* **Assignment**
Your answer should be a single number: how many lines in the data below hold the string "простой".
-- -- --
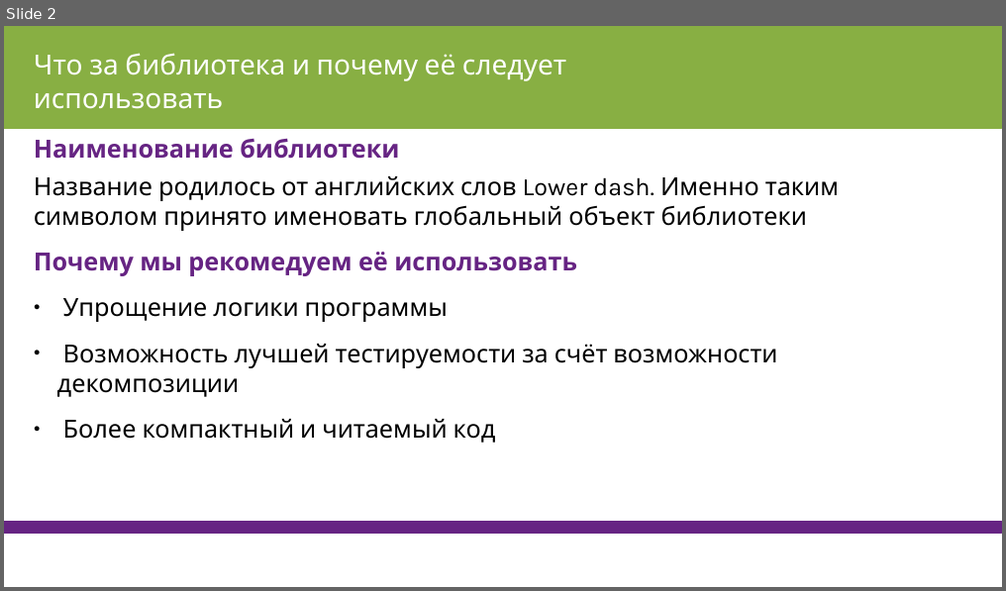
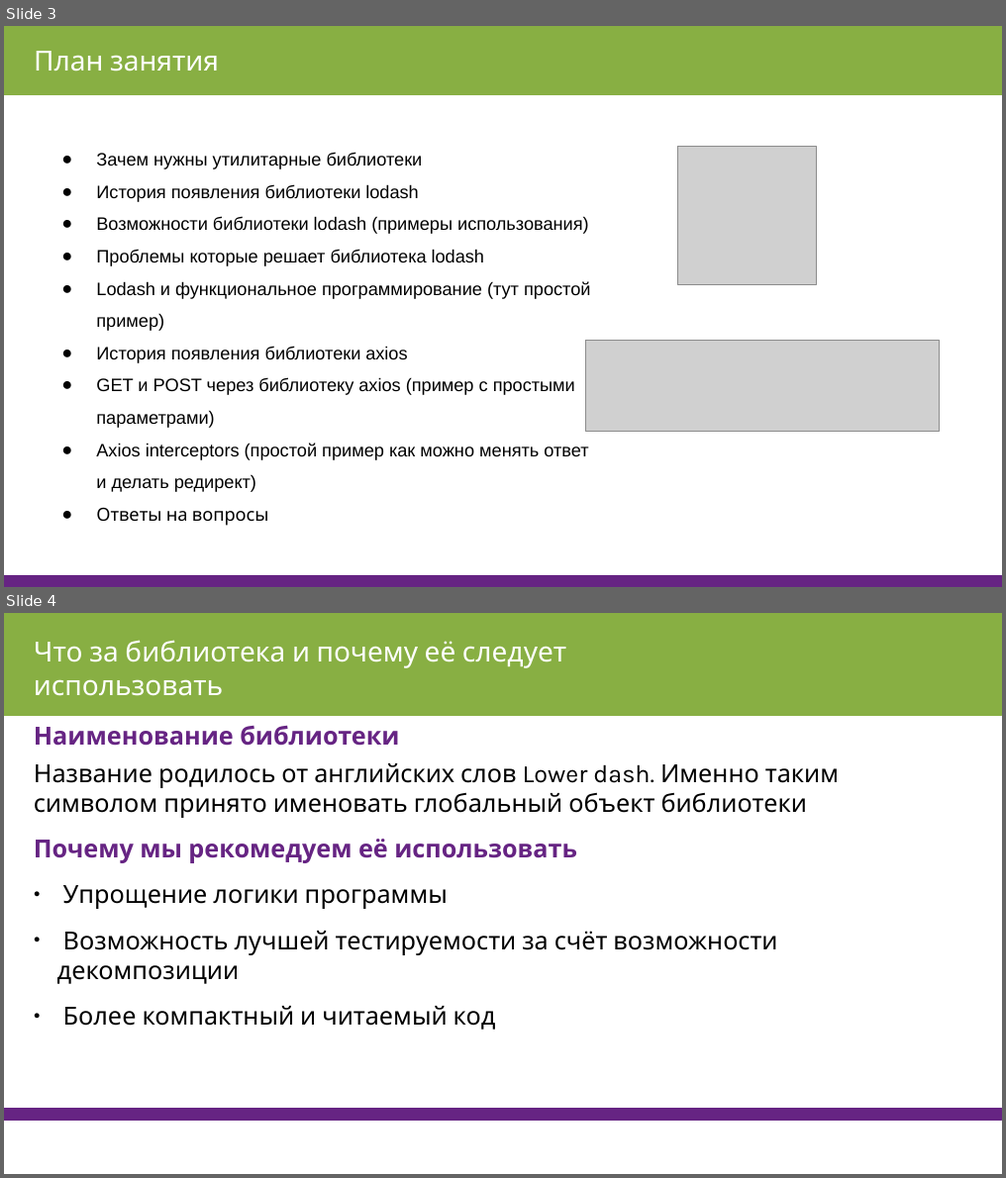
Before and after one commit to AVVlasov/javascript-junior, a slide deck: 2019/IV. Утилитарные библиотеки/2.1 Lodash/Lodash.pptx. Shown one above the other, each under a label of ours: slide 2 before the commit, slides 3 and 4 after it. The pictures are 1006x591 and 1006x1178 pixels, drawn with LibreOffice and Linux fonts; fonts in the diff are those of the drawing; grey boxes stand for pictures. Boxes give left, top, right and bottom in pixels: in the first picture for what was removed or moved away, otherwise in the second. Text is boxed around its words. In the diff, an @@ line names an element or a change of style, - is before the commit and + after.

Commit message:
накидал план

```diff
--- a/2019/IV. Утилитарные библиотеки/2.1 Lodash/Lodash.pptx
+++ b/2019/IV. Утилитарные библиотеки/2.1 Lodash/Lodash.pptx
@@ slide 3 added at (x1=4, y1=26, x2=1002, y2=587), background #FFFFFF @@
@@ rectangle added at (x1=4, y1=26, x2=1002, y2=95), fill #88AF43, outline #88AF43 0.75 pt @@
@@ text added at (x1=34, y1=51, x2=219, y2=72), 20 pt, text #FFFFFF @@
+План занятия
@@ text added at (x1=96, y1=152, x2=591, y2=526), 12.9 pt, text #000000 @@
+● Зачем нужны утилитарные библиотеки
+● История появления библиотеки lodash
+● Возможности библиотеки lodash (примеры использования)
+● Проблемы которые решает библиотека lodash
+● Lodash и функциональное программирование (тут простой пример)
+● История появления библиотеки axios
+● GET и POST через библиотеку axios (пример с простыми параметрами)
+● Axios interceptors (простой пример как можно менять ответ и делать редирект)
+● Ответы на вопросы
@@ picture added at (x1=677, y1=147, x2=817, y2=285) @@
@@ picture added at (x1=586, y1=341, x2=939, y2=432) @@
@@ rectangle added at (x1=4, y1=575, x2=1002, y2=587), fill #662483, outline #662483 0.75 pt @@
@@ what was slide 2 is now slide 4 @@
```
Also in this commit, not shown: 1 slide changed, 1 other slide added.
-- -- --
* **Answer space**
2